Likens also served as president and CEO of the Western CUNA (Credit Union National Association) Management School, a three-year program spread over two weeks each July on the Pomona College campus. Since he joined the school in 1972, its annual enrollment has more than tripled from less than 100 to more than 300.
Likens, a winner of the Wig Distinguished Professor award, chaired Pomona’s Economics Department from 1998 to 2001. He also directed the yearlong celebration of Pomona’s Centennial. Likens has long been involved in community service—he has served on nonprofit boards and task forces—and says that will continue. “I will always be involved with service. I don’t know what it will be, but I will do something. It could be a board, or it could be a soup kitchen.”

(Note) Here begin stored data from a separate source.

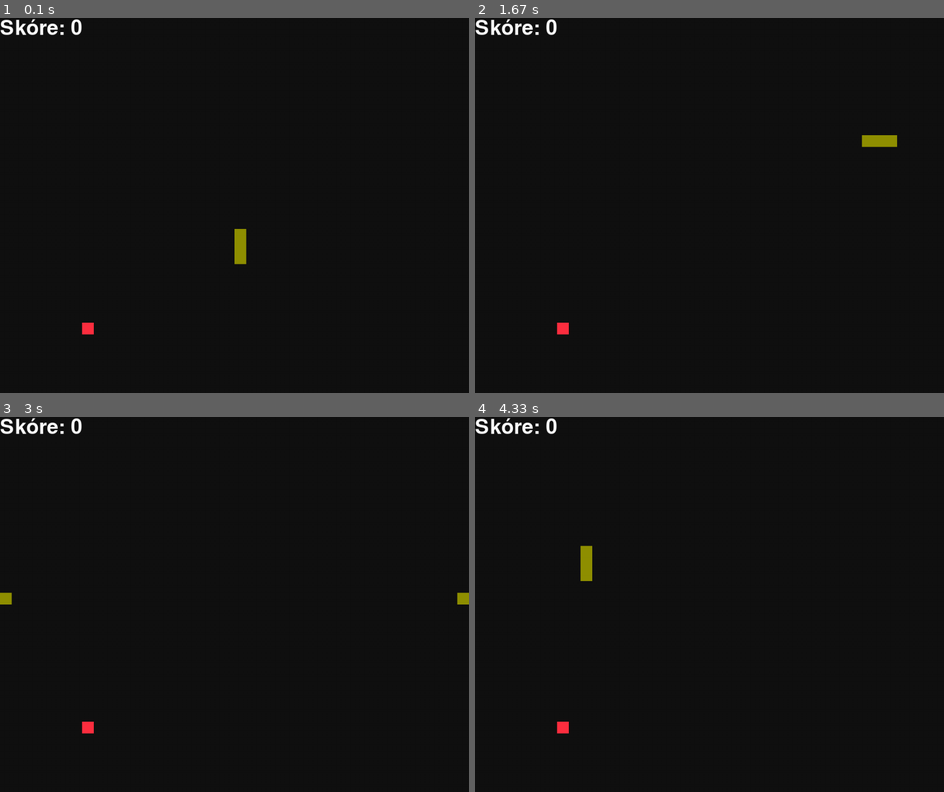
Above: before the commit, frames 1-4 (two rows, left to right).
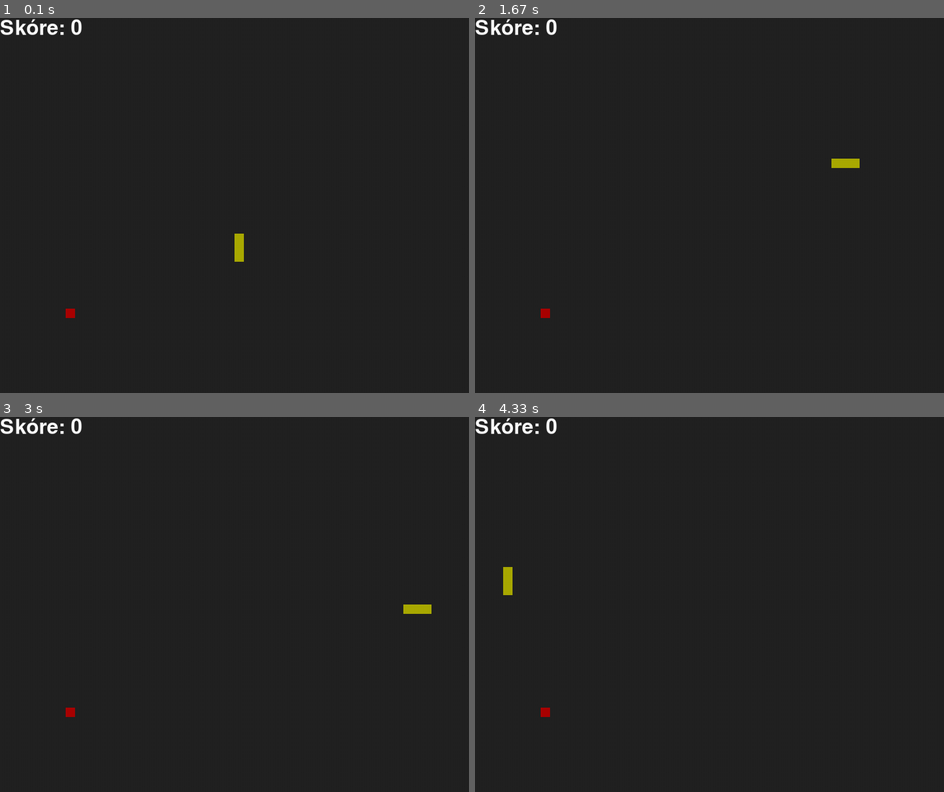
Above: after the commit, the same moments.

Repository: FryerZabijak/snake-pygame
Game: pygame game, started from main.py
Two runs of this game, one before a commit and one after it. Both use one fixed random seed, a clock stepped at 60 frames per second and the inputs below.
Inputs:
- Up to frame 1 (0.1 s): no input
- Up to frame 2 (1.67 s): hold D 0.33-0.8 s; hold W 0.83-1.13 s; hold D 1.17-1.63 s
- Up to frame 3 (3 s): hold S 2.23-2.53 s; hold A 2.57-2.97 s
- Up to frame 4 (4.33 s): hold W 3-3.37 s; hold D 3.4-4.03 s; hold S from 4.07 s (still down)

The runs differ from the first frame. In frame 1, 0.4% of the frame differs, in the area x 14-53%, y 56-85%; in frame 2, 0.5%, in the area x 14-90%, y 31-85%; in frame 3, 0.4%; in frame 4, 0.5%.

Commit message:
Úprava class food - nyní lze dát do hry více jídel

Diff:
--- a/food.py
+++ b/food.py
@@ -1,22 +1,34 @@
 from random import randint, random, uniform
 from window import width, height, food_color,size
+from player import Snake
 import pygame
 
-
 class Food:
-    def __init__(self, screen, x, y):
+    def __init__(self, screen, x, y, player):
         self.screen = screen
         if not x:
-            self.x = randint(0, round(width/size))*size
+            randomX = randint(0, round(width/size))*size-size
+            if randomX <= 0: randomX=0
+            self.x = randomX
         else:
             self.x = x
 
         if not y:
-            self.y = randint(0, round(height/size))*size
+            randomY = randint(0, round(height/size))*size-size
+            if randomY <= 0: randomY = 0
+            self.y = randomY
         else:
             self.y = y
 
+        self.player = player
+
+        print(f"x: {self.x}, y: {self.y}")
+
     def DrawFood(self):
-
         pygame.draw.rect(self.screen, food_color,
                          (self.x, self.y, size, size))
+
+    def CheckEat(self):
+        snake_head = self.player.trace[0]
+        if snake_head["x"]+self.player.speedX == self.x and snake_head["y"]+self.player.speedY == self.y:
+            return True
--- a/main.py
+++ b/main.py
@@ -1,3 +1,4 @@
+from random import randint, random
 import pygame
 from food import Food
 from player import Snake
@@ -8,21 +9,18 @@
 screen = pygame.display.set_mode((width, height))
 clock = pygame.time.Clock()
 
-# Nastavení začátku hada do středu
+# Nastavení začátku hada do středudd
 snake_starting_positions = [{"x": round(width//2/size)*size, "y": round(width//2/size)*size},
-                            {"x": round(width//2/size)*size, "y": round(width//2/size)*size+size},
+                            {"x": round(width//2/size)*size,
+                             "y": round(width//2/size)*size+size},
                             {"x": round(width//2/size)*size, "y": round(width//2/size)*size+size+size}]
 
 # Vytvoření třídy had pro hráče
-player = Snake(snake_color, snake_starting_positions, screen)
+player = Snake(0,-size,snake_color,snake_starting_positions,screen)
 
 # Vytvoření třídy pro jídlo s náhodným generováním pozice
-food = Food(screen, None, None)
-
-
-# Rychlost nastavena tak, aby had začínal směrem vzhůru
-speedX = 0
-speedY = -size
+food = Food(screen, None, None, player)
+foods = [food]
 
 # Deklarované a inicializované skóre na nulu
 score = 0
@@ -48,33 +46,42 @@
         # Stisknuté klávesy se uloží do proměnné "keys"
         keys = pygame.key.get_pressed()
         # Jestli se zmáčkne "W" a zároveň hráč nejede směrem "nahoru", tak se nastaví aby tudma jel
-        if (keys[pygame.K_w] and speedY != size):
-            speedX = 0
-            speedY = -size
+        if (keys[pygame.K_w] and player.speedY != size):
+            player.speedX = 0
+            player.speedY = -size
         # Jestli se zmáčkne "A" a zároveň hráč nejede směrem "doleva", tak se nastaví aby tudma jel
-        elif (keys[pygame.K_a] and speedX != size):
-            speedX = -size
-            speedY = -0
+        elif (keys[pygame.K_a] and player.speedX != size):
+            player.speedX = -size
+            player.speedY = -0
         # Jestli se zmáčkne "S" a zároveň hráč nejede směrem "doprava", tak se nastaví aby tudma jel
-        elif (keys[pygame.K_s] and speedY != -size):
-            speedX = 0
-            speedY = size
+        elif (keys[pygame.K_s] and player.speedY != -size):
+            player.speedX = 0
+            player.speedY = size
         # Jestli se zmáčkne "D" a zároveň hráč nejede směrem "dolů", tak se nastaví aby tudma jel
-        elif (keys[pygame.K_d] and speedX != -size):
-            speedX = size
-            speedY = 0
+        elif (keys[pygame.K_d] and player.speedX != -size):
+            player.speedX = size
+            player.speedY = 0
 
         # Jestliže následujícím tahem, hráč dopadne na jídlo (na 100%), tak se zvětší o jeden bod a přibude mu skóre
         # plus se aktualizuje text
-        if player.snake[0]["x"]+speedX == food.x and player.snake[0]["y"]+speedY == food.y:
-            food = Food(screen, None, None)
-            player.snake.append({"x": food.x, "y": food.y})
-            score += 10
-            score_text = system_font.render(
-                f"Skóre: {score}", True, TEXT_COLOR)
+        new_foods = []
+        for f in foods:
+
+            if f.CheckEat():
+                f = Food(screen, None, None, player)
+                player.trace.append({"x": food.x, "y": food.y})
+                score += 10
+                score_text = system_font.render(
+                    f"Skóre: {score}", True, TEXT_COLOR)
+                new_food = Food(screen,None,None,player)
+                if randint(0,6)==0 and len(foods)<5:
+                    new_foods.append(new_food)
+                    FPS+=2
+            new_foods.append(f)
+        foods = new_foods
 
         # Pohyb hráče ve směru
-        player.Move(speedX, speedY)
+        player.Move()
 
     # Zjistí-li, že je hráč mrtvý "game_running" se přepne na false (tzn. konec hry)
     if player.CheckDeath():
@@ -83,8 +90,9 @@
     # Kreslení - začíná se pozadí, poté hadem, jídlem a textem
     screen.fill(BACKGROUND_COLOR)
     player.DrawSnake()
+    for f in foods:
+        f.DrawFood()
 
-    food.DrawFood()
 
     screen.blit(score_text, score_text_rect)
     pygame.display.update()
--- a/player.py
+++ b/player.py
@@ -5,13 +5,15 @@
 
 
 class Snake:
-    def __init__(self, color, snake, screen):
+    def __init__(self, speedX, speedY, color, trace, screen):
+        self.speedX = speedX
+        self.speedY = speedY
         self.color = color
-        self.snake = snake
+        self.trace = trace
         self.screen = screen
 
     def DrawSnake(self):
-        for pos in self.snake:
+        for pos in self.trace:
             snake_block_x = pos["x"]
             snake_block_y = pos["y"]
             pygame.draw.rect(self.screen,
@@ -20,30 +22,30 @@
                               size, size)
                              )
 
-    def Move(self, x, y):
+    def Move(self):
         new_positions = []
-        newX = self.snake[0]["x"]+x
+        newX = self.trace[0]["x"]+self.speedX
         if newX<0:
             newX=width
         elif newX>=width:
             newX=0
-        newY = self.snake[0]["y"]+y
+        newY = self.trace[0]["y"]+self.speedY
         if newY<0:
             newY=height
         elif newY>=height:
             newY=0
         new_positions.append({"x": newX, "y": newY})
 
-        for pos in self.snake:
+        for pos in self.trace:
             new_positions.append(pos)
 
         new_positions.pop()
-        self.snake = new_positions
+        self.trace = new_positions
         return new_positions
 
     def CheckDeath(self):
         # Boundaries
-        snake_copy = list.copy(self.snake)
+        snake_copy = list.copy(self.trace)
         snake_head = snake_copy[0]
 
         # Himself
--- a/window.py
+++ b/window.py
@@ -3,13 +3,13 @@
 width = 1000
 height = 800
 FPS = 15
-size = 27
+size = 20
 
 while width%size!=0:
     size = round(size)
     size-=1
 
-BACKGROUND_COLOR = "#111111"
+BACKGROUND_COLOR = "#222222"
 TEXT_COLOR = "#ffffff"
-snake_color = (144, 144, 0)
-food_color = (255, 48, 64)
+snake_color = "#aaaa00"
+food_color = "#aa0000"

He also plans to pursue his many interests, which include traveling, golfing, painting and spending time with his family, especially his four granddaughters. In addition, he’ll be working on a memoir.
“I have mixed feelings, of course, about retiring,” says Likens. “I have been at Pomona a long time, and it’s very much a part of my life. On the other hand, I now have the opportunity to do new things, and I look forward to that.”